The time is now
Do you or does anyone you know worry about getting old? It can be quite natural to lament the passing of youth, However if it is agonizing to think about advancing years, or depressing to look in the mirror and see signs of aging, then the problem may run deeper.
My theory is that people who worry excessively about getting older may do so because they have not been living fully. On some level they know that they have not been living as the person they truly are, and that their life may have been, or is still, a compromise. They know that past years can never be recovered, and may fear that they will not have time, or may have lost the opportunity to live life as they really want.
And so the nagging little worries about aging may in fact be a signal from deep within our being that it is time to make some changes. It is true that life is short, and that none of us know how much time we will have for our journey. It’s like the game shows – once the buzzer rings, what you have achieved is what you are left with. Only we are not talking about material gain. Rather, the quality of the life we have lived is determined each time we make a choice. If our choices are positive and healing, then the quality of our life is good. If they are negative and destructive, then the reverse is true.

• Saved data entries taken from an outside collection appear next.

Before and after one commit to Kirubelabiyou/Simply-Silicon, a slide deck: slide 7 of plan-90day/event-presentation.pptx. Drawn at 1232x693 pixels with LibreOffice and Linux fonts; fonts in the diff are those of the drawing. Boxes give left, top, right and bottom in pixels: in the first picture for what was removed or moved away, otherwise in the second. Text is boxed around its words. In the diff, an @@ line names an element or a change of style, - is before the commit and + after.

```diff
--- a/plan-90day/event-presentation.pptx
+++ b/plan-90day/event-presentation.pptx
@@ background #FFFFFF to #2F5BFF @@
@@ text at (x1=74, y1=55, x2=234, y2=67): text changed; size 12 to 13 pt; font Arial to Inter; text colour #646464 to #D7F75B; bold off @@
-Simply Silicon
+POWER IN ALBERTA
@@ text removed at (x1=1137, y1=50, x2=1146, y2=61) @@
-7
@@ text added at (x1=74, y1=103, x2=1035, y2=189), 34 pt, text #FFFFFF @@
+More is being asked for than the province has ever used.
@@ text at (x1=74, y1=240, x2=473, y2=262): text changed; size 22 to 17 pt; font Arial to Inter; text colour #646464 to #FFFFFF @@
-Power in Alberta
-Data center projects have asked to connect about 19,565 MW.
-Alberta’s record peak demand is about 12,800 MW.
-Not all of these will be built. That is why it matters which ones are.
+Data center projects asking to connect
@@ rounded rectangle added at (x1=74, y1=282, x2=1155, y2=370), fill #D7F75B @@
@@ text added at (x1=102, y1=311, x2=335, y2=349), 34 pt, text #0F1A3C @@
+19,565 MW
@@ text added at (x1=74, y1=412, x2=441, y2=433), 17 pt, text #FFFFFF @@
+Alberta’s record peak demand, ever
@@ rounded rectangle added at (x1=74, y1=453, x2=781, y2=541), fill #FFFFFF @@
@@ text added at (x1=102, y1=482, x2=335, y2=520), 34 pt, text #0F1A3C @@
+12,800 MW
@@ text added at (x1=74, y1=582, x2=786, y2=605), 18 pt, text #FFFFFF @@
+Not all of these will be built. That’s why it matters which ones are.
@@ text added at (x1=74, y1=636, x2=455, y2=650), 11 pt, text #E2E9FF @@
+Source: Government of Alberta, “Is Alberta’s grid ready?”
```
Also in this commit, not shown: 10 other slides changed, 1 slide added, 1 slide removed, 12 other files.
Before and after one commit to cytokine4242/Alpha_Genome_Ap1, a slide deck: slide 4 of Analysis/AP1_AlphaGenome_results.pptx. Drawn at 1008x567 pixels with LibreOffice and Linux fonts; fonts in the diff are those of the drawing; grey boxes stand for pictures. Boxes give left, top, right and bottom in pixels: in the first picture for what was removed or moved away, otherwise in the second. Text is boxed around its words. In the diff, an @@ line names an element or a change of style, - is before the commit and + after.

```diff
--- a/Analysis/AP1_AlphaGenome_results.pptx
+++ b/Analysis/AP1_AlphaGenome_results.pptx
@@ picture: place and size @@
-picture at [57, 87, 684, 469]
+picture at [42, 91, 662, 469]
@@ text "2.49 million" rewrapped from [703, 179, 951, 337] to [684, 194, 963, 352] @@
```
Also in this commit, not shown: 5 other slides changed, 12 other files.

And the quality can take years to change, or it can change in an instant, a decision to mend a rift, release a grudge and open our hearts to another human being creates instant dividends. It is like making a huge deposit in our savings account. Regardless of how low it has been for the preceding months or years, one big deposit changes things. It works the same way in our “quality of life” savings account. Whereas it may take a lot of time to accumulate money, it need not take time to accumulate “quality of life” dividends. The decision to release old anger, bitterness or resentment takes only an instant. Resisting that decision makes it seem like a lengthy process, but once you let go of the resistance, the decision comes easily.
I believe it comes easily because deep down, at the core of our essence, I think that we all desire harmonious relationships, and to be able to give and receive love. And our capacity to give love and expand our ability to understand others compassionately is infinite.
Although it may sound melodramatic, a good way to focus on the quality of your own life is to ask yourself a question: “If I were to die suddenly tomorrow, would I be leaving my relationships in a state that I would feel good about? Are there people in my life who would forever wonder if I really loved them? Is the statement that I am making with my life the one that I really mean to say?”
If it’s not, the time to start changing is now.
You may only need to walk into the next room, or pick up the phone. Do it.